Last night I took a Sharpe and marked off 3 key check points at 5 mile intervals. My goal, to be just under the following times, 0:45 at 5 miles, 1:30 at 10 miles and 2:15 at15 miles. I am hitting a time of just over 8:46 per mile, and right in the marging provide.
I feel good especially at mile 10 where I usually get hungry. It believe I would have been better served had I taken Gels with me, however I did not. Need to plan ahead. By not taking the Gels with me, I missed an opportunity to learn something about nutrition. At around mile 15, I start to feel a little fatigue. Likely I am running out of fuel. Taking a gel at miles 6 and 12 would have helped.
The negative thoughts start to creep into my head. Wow, I am feeling it at 15 miles… I’d still have 11 miles to go in the race, how am I going to do it… a trip to Negative Town and I was standing in line waiting for the bus. I catch myself and decide to get out of the ticket line and focus on the positive. First, I am just finishing my 5th week. I still have 11 weeks of training to go including four 20 mile runs. Next, though my legs are a bit worn, everything else is doing great, lungs, body… fluid intake good… and truthfully, I feel I could hammer it right now and finish it up faster. Though I know not to do the last part.
I take a look around me and the sun has come up. People are in their cars making their way to work. I think how lucky I am to be out for a run and the small percentage of people in the world that could actually go out and run 15, 16, 17, 18 miles. I think about how much fun I am having coaching the boys football games. Next thing I know I am hitting the last mile. Everything feels good, I am pulling up to mile 18 and feel confident that I could hit 8 more.
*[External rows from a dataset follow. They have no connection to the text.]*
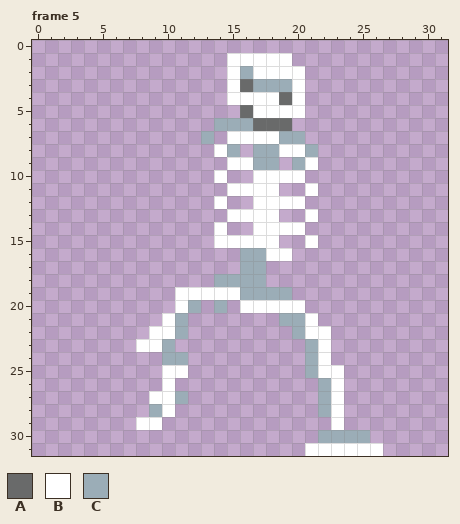
Animated GIF sprite: Assets/Sprites/Sprites/Enemies/Skeletons/Skeleton-Attacking.gif. Above is the file before it was changed.
The file is 320x320 pixels, drawn in blocks of 10x10; one block is one cell here. Shown: frame 5. The commit also changed other frames, which this record leaves out.
Palette (. is transparent): A #696a6a  B #ffffff  C #9badb7
Pixels before, frame 5, first column x 8:
 1 .......BBBBB.......
 2 .......BCBBBB......
 3 .......BACCCB......
 4 .......BBBBAB......
 5 ........ABBBB......
 6 ......CCCAAA.......
 7 .....C.BBBBCC......
 8 ......BC.CCBBC.....
 9 .......BBCC.CB.....
10 ......B..BBBB......
11 .......BBBB..B.....
12 ......B..BBBB......
13 .......BBBB..B.....
14 ......B..BBBB......
15 ......BBBBB..B.....
16 ........CCBB.......
17 ........CC.........
18 ......CCCC.........
19 ...BBBBBCCCC.......
20 ...BC.C.BBBBB......
21 ..BC.......CCB.....
22 .BBC........CBB....
23 BBC..........CB....
24 ..CC.........CB....
25 ..BB.........CBB...
26 ..B...........CB...
27 .BBC..........CB...
28 .CB...........CB...
29 BB.............B...
30 ..............CCCC.
31 .............BBBBBB
After the commit:
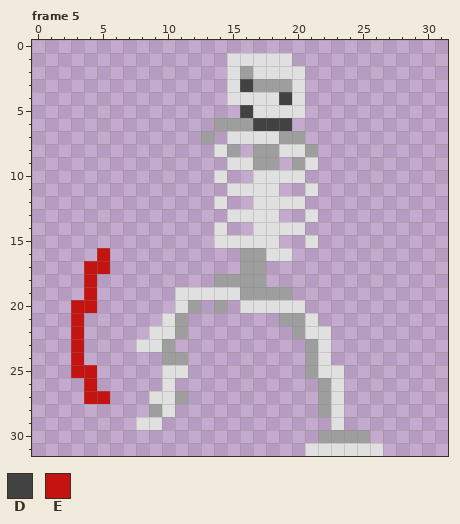
Colours new in this view: D #424242  E #c41411
From old to new:
colour B: #ffffff -> #e0e0e0
colour C: #9badb7 -> #9e9e9e
Frame 5:
y 3: x 16 A -> D
y 4: x 19 A -> D
y 5: x 16 A -> D
y 6: x 17..19 AAA -> DDD
y 16: x 5 . -> E
y 17: x 4..5 .. -> EE
y 18..19: x 4 . -> E
y 20: x 3..4 .. -> EE
y 21..24: x 3 . -> E
y 25: x 3..4 .. -> EE
y 26: x 4 . -> E
y 27: x 4..5 .. -> EE
Boxes around the changes in both pictures, in picture pixels (x1, y1, x2, y2):
changed: (71, 53, 383, 456)
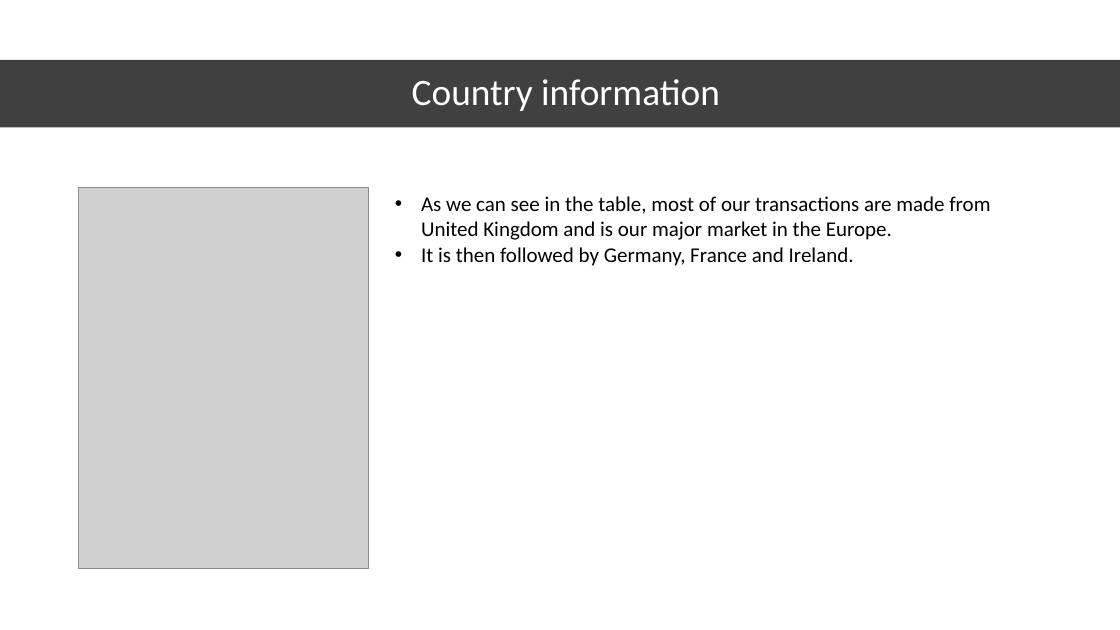
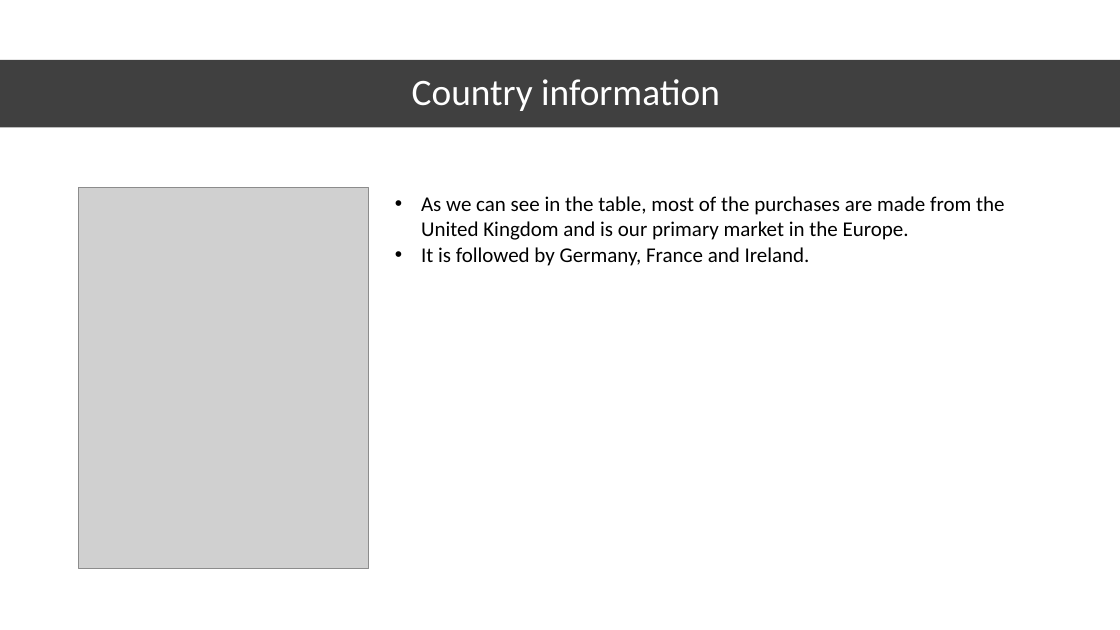
Before and after one commit to RutanshuDesai/Data-Analysis-Market-Basket-Analysis, a slide deck: slide 5 of E-Commerce Market Basket Analysis.pptx (slide 4 before the commit). Drawn at 1120x630 pixels with LibreOffice and Linux fonts; fonts in the diff are those of the drawing; grey boxes stand for pictures. Boxes give left, top, right and bottom in pixels: in the first picture for what was removed or moved away, otherwise in the second. Text is boxed around its words. In the diff, an @@ line names an element or a change of style, - is before the commit and + after.

```diff
--- a/E-Commerce Market Basket Analysis.pptx
+++ b/E-Commerce Market Basket Analysis.pptx
@@ text at (x1=421, y1=196, x2=1004, y2=266): text changed @@
-• As we can see in the table, most of our transactions are made from United Kingdom and is our major market in the Europe.
-• It is then followed by Germany, France and Ireland.
+• As we can see in the table, most of the purchases are made from the United Kingdom and is our primary market in the Europe.
+• It is followed by Germany, France and Ireland.
```
Also in this commit, not shown: 11 other slides changed, 3 slides added.
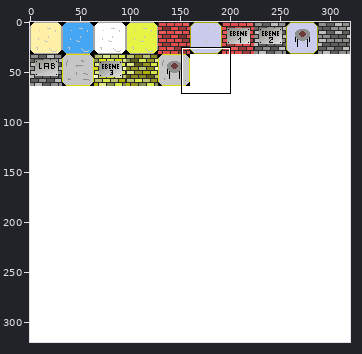
One commit to this sprite sheet: res/maps/tmxmaps/mapelemente1.png. Above: a wide view before the commit, with the close-up outlined.
Close-up. As it was:
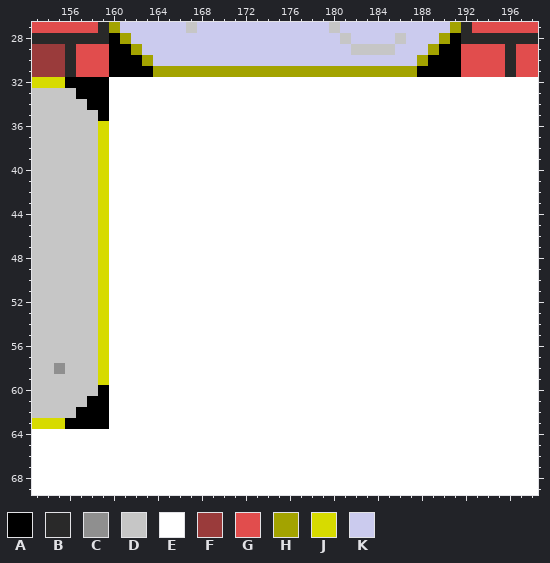
The file is 320x320 pixels. Colours within 5 levels of each other are drawn and written as one. Shown: x 153..198, y 27..69.
Palette (. is transparent): A #000000  B #292929  C #8f8f8f  D #c6c6c6  E #ffffff  F #9a3b3b  G #e14d4d  H #a3a300  J #d7db00  K #cbcbee
Pixels before, first column x 153:
27 GGGGGGBHKKKKKKDKKKKKKKKKKKKDKKKKKKKKKKHBGGGGGG
28 BBBBBBBAHKKKKKKKKKKKKKKKKKKKDKKKKDKKKHABBBBBBB
29 FFFBGGGAAHKKKKKKKKKKKKKKKKKKKDDDDKKKHAAGGGGBGG
30 FFFBGGGAAAHKKKKKKKKKKKKKKKKKKKKKKKKHAAAGGGGBGG
31 FFFBGGGAAAAHHHHHHHHHHHHHHHHHHHHHHHHAAAAGGGGBGG
32 JJJAAAAEEEEEEEEEEEEEEEEEEEEEEEEEEEEEEEEEEEEEEE
33 DDDDAAAEEEEEEEEEEEEEEEEEEEEEEEEEEEEEEEEEEEEEEE
34 DDDDDAAEEEEEEEEEEEEEEEEEEEEEEEEEEEEEEEEEEEEEEE
35 DDDDDDAEEEEEEEEEEEEEEEEEEEEEEEEEEEEEEEEEEEEEEE
36 DDDDDDJEEEEEEEEEEEEEEEEEEEEEEEEEEEEEEEEEEEEEEE
37 DDDDDDJEEEEEEEEEEEEEEEEEEEEEEEEEEEEEEEEEEEEEEE
38 DDDDDDJEEEEEEEEEEEEEEEEEEEEEEEEEEEEEEEEEEEEEEE
39 DDDDDDJEEEEEEEEEEEEEEEEEEEEEEEEEEEEEEEEEEEEEEE
40 DDDDDDJEEEEEEEEEEEEEEEEEEEEEEEEEEEEEEEEEEEEEEE
41 DDDDDDJEEEEEEEEEEEEEEEEEEEEEEEEEEEEEEEEEEEEEEE
42 DDDDDDJEEEEEEEEEEEEEEEEEEEEEEEEEEEEEEEEEEEEEEE
43 DDDDDDJEEEEEEEEEEEEEEEEEEEEEEEEEEEEEEEEEEEEEEE
44 DDDDDDJEEEEEEEEEEEEEEEEEEEEEEEEEEEEEEEEEEEEEEE
45 DDDDDDJEEEEEEEEEEEEEEEEEEEEEEEEEEEEEEEEEEEEEEE
46 DDDDDDJEEEEEEEEEEEEEEEEEEEEEEEEEEEEEEEEEEEEEEE
47 DDDDDDJEEEEEEEEEEEEEEEEEEEEEEEEEEEEEEEEEEEEEEE
48 DDDDDDJEEEEEEEEEEEEEEEEEEEEEEEEEEEEEEEEEEEEEEE
49 DDDDDDJEEEEEEEEEEEEEEEEEEEEEEEEEEEEEEEEEEEEEEE
50 DDDDDDJEEEEEEEEEEEEEEEEEEEEEEEEEEEEEEEEEEEEEEE
51 DDDDDDJEEEEEEEEEEEEEEEEEEEEEEEEEEEEEEEEEEEEEEE
52 DDDDDDJEEEEEEEEEEEEEEEEEEEEEEEEEEEEEEEEEEEEEEE
53 DDDDDDJEEEEEEEEEEEEEEEEEEEEEEEEEEEEEEEEEEEEEEE
54 DDDDDDJEEEEEEEEEEEEEEEEEEEEEEEEEEEEEEEEEEEEEEE
55 DDDDDDJEEEEEEEEEEEEEEEEEEEEEEEEEEEEEEEEEEEEEEE
56 DDDDDDJEEEEEEEEEEEEEEEEEEEEEEEEEEEEEEEEEEEEEEE
57 DDDDDDJEEEEEEEEEEEEEEEEEEEEEEEEEEEEEEEEEEEEEEE
58 DDCDDDJEEEEEEEEEEEEEEEEEEEEEEEEEEEEEEEEEEEEEEE
59 DDDDDDJEEEEEEEEEEEEEEEEEEEEEEEEEEEEEEEEEEEEEEE
60 DDDDDDAEEEEEEEEEEEEEEEEEEEEEEEEEEEEEEEEEEEEEEE
61 DDDDDAAEEEEEEEEEEEEEEEEEEEEEEEEEEEEEEEEEEEEEEE
62 DDDDAAAEEEEEEEEEEEEEEEEEEEEEEEEEEEEEEEEEEEEEEE
63 JJJAAAAEEEEEEEEEEEEEEEEEEEEEEEEEEEEEEEEEEEEEEE
64 EEEEEEEEEEEEEEEEEEEEEEEEEEEEEEEEEEEEEEEEEEEEEE
65 EEEEEEEEEEEEEEEEEEEEEEEEEEEEEEEEEEEEEEEEEEEEEE
66 EEEEEEEEEEEEEEEEEEEEEEEEEEEEEEEEEEEEEEEEEEEEEE
67 EEEEEEEEEEEEEEEEEEEEEEEEEEEEEEEEEEEEEEEEEEEEEE
68 EEEEEEEEEEEEEEEEEEEEEEEEEEEEEEEEEEEEEEEEEEEEEE
69 EEEEEEEEEEEEEEEEEEEEEEEEEEEEEEEEEEEEEEEEEEEEEE
New version:
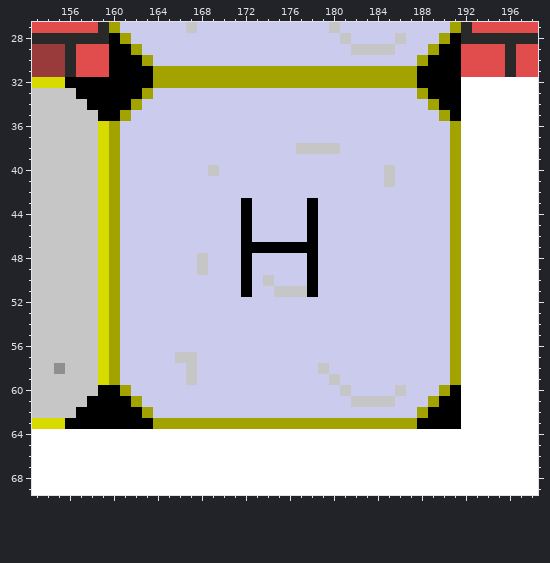
Diff:
The author changed colour E to colour A in row 32 at x 160 to 163 and 188 to 191; in row 33 at x 160 to 162 and 189 to 191; in row 34 at x 160 to 161 and 190 to 191; in row 35 at x 160 and 191; in rows 43 to 46 at x 172 and 178; in row 47 at x 172 to 178.
The author changed colour E to colour A in rows 48 to 51 at x 172 and 178; in row 60 at x 160 and 191; in row 61 at x 160 to 161 and 190 to 191; in row 62 at x 160 to 162 and 189 to 191; in row 63 at x 160 to 163 and 188 to 191.
The author changed colour E to colour D in row 38 at x 177 to 180; in row 40 at x 169 and 185; in row 41 at x 185; in rows 48 to 49 at x 168; in row 50 at x 174; in row 51 at x 175 to 177.
The author changed colour E to colour D in row 57 at x 166 to 167; in row 58 at x 167 and 179; in row 59 at x 167 and 180; in row 60 at x 181 and 186; in row 61 at x 182 to 185.
The author changed colour E to colour H in row 32 at x 164 to 187; in row 33 at x 163 and 188; in row 34 at x 162 and 189; in row 35 at x 161 and 190; in rows 36 to 59 at x 160 and 191; in row 60 at x 161 and 190.
The author changed colour E to colour H in row 61 at x 162 and 189; in row 62 at x 163 and 188; in row 63 at x 164 to 187.
The author changed colour E to colour K in row 33 at x 164 to 187; in row 34 at x 163 to 188; in row 35 at x 162 to 189; in rows 36 to 37 at x 161 to 190; in row 38 at x 161 to 176 and 181 to 190; in row 39 at x 161 to 190.
The author changed colour E to colour K in row 40 at x 161 to 168, 170 to 184 and 186 to 190; in row 41 at x 161 to 184 and 186 to 190; in row 42 at x 161 to 190; in rows 43 to 46 at x 161 to 171, 173 to 177 and 179 to 190; in row 47 at x 161 to 171 and 179 to 190; in rows 48 to 49 at x 161 to 167, 169 to 171, 173 to 177 and 179 to 190.
The author changed colour E to colour K in row 50 at x 161 to 171, 173, 175 to 177 and 179 to 190; in row 51 at x 161 to 171, 173 to 174 and 179 to 190; in rows 52 to 56 at x 161 to 190; in row 57 at x 161 to 165 and 168 to 190; in row 58 at x 161 to 166, 168 to 178 and 180 to 190; in row 59 at x 161 to 166, 168 to 179 and 181 to 190.
The author changed colour E to colour K in row 60 at x 162 to 180, 182 to 185 and 187 to 189; in row 61 at x 163 to 181 and 186 to 188; in row 62 at x 164 to 187.
Boxes around the changes in both close-ups, in picture pixels (x1, y1, x2, y2):
changed: (109, 77, 461, 429)

I take a quick dip in the pool and stretch. I need to hit core at lunch. Early this week I was talking to a girl at LTF, she was stretching and I saw her doing an exercise. I asked her, what she was doing, a “Plank” she said. What’s it do, I ask. It builds and strengthens your core. "CORE". I hear the key word. She tells me how to do the Plank, looks pretty simple and besides I am big tough guy, this should be a piece of cake.
How long do you hold it… She tells me she does 3 x 1 minute. Great. No problem I think to myself. I finish my sit-ups and crunches and strike the “Plank” pose. The girl who showed me is still stretching and is watching me out of the corner of her eye. I am now 15 seconds into the exercise and things are starting to get interesting. 20 seconds and I notice that I am sweating again and a bead is rolling down my face. I keep a calm cool look, I did not want that girl to think I was struggling. 35 seconds go by and though I am keeping my composure, the fact that my arms are starting to shake is giving me away. 45 seconds go by and I can not figure out why the clock is moving so slow… is the damn thing broken or what. 55 seconds and I know my face is red, my core is toast, I am doing everything to keep the position. 57,58,59...., 60… thank god.
That may have been the longest minute of my life. The girl walks by me as she is heading downstairs… “ now do two more…” she smiles walking away. Crap.
Weight 177… ahhh a good day!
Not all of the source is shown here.